Fetch (fĕch; 224), v. t.
[imp. & p. p. Fetched 2; p. pr. &
vb. n.. Fetching.] [OE. fecchen, AS.
feccan, perh. the same word as fetian; or cf.
facian to wish to get, OFries. faka to prepare. √
77. Cf. Fet, v. t.] 1.
To bear toward the person speaking, or the person or thing from
whose point of view the action is contemplated; to go and bring; to
get.
Time will run back and fetch the age of
gold.
Milton.
He called to her, and said, Fetch me, I pray
thee, a little water in a vessel, that I may drink. And as she was
going to fetch it he called to her, and said, Bring me, I pray
thee, a morsel of bred in thine hand.
1 Kings xvii.
11, 12.
2. To obtain as price or equivalent; to sell
for.
Our native horses were held in small esteem, and
fetched low prices.
Macaulay.
3. To recall from a swoon; to revive; --
sometimes with to; as, to fetch a man to.

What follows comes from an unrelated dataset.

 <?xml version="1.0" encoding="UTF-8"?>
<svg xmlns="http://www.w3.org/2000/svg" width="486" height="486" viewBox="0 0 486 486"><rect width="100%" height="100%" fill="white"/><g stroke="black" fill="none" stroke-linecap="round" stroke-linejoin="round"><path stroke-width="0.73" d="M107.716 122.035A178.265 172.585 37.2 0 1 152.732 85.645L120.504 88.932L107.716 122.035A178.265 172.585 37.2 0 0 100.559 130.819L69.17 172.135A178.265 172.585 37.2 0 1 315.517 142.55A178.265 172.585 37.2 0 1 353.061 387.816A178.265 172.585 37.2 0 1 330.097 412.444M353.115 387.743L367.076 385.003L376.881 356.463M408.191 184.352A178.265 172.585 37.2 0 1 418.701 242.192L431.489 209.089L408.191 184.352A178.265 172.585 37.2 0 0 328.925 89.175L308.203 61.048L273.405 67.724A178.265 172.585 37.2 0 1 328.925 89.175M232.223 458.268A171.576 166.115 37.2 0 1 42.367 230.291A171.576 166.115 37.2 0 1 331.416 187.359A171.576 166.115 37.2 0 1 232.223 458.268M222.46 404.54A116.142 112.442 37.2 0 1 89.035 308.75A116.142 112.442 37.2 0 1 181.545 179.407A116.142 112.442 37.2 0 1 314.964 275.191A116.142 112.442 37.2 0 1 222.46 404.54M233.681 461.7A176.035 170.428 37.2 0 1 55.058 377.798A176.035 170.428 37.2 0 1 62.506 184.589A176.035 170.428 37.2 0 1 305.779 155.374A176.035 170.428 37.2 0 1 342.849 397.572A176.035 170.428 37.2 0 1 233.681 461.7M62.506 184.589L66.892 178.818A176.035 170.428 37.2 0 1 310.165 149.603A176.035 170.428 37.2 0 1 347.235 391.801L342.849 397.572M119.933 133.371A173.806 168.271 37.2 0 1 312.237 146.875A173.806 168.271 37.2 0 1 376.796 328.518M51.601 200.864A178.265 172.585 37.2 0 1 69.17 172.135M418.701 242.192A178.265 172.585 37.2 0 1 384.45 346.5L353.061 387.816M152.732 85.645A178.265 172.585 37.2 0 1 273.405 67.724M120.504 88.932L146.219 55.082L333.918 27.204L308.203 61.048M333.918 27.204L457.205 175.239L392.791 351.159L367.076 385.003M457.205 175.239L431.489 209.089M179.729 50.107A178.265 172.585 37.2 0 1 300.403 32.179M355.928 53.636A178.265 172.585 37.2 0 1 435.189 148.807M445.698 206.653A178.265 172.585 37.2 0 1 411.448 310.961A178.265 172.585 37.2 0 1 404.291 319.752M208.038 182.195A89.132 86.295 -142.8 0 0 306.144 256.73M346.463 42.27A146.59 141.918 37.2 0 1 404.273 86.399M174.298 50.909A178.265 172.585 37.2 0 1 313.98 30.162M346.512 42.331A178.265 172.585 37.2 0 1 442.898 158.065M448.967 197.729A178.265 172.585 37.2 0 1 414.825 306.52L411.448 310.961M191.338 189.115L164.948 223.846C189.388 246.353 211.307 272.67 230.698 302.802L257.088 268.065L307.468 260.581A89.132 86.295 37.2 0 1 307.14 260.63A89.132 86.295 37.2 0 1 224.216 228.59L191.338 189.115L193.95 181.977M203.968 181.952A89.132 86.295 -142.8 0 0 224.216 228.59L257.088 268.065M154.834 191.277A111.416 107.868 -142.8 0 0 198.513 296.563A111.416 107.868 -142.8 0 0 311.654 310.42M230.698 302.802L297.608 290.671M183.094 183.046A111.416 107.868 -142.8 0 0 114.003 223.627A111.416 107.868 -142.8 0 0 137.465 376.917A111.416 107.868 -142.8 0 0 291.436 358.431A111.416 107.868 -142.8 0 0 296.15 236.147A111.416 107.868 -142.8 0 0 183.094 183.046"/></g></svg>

Fetching men again when they
swoon.
Bacon.
4. To reduce; to throw.
The sudden trip in wrestling that fetches a man
to the ground.
South.
5. To bring to accomplishment; to achieve; to
make; to perform, with certain objects; as, to fetch a
compass; to fetch a leap; to fetch a sigh.
I'll fetch a turn about the
garden.
Shak.
He fetches his blow quick and
sure.
South.
6. To bring or get within reach by going; to
reach; to arrive at; to attain; to reach by sailing.
Meantine flew our ships, and straight we
fetched
The siren's isle.
Chapman.
7. To cause to come; to bring to a particular
state.
They could n't fetch the butter in the
churn.
W. Barnes.
To fetch a compass (Naut.), to make a
sircuit; to take a circuitious route going to a place. --
To fetch a pump, to make it draw water by
pouring water into the top and working the handle. -- To
fetch headway or sternway (Naut.),
to move ahead or astern. -- To fetch out,
to develop. "The skill of the polisher fetches out
the colors [of marble]" Addison. -- To fetch
up. (a) To overtake. [Obs.] "Says
[the hare], I can fetch up the tortoise when I please."
L'Estrange. (b) To stop suddenly.
Fetch, n. 1. A
stratagem by which a thing is indirectly brought to pass, or by which
one thing seems intended and another is done; a trick; an
artifice.
Every little fetch of wit and
criticism.
South.
2. The apparation of a living person; a
wraith.
The very fetch and ghost of Mrs.
Gamp.
Dickens.
Fetch candle, a light seen at night,
superstitiously believed to portend a person's death.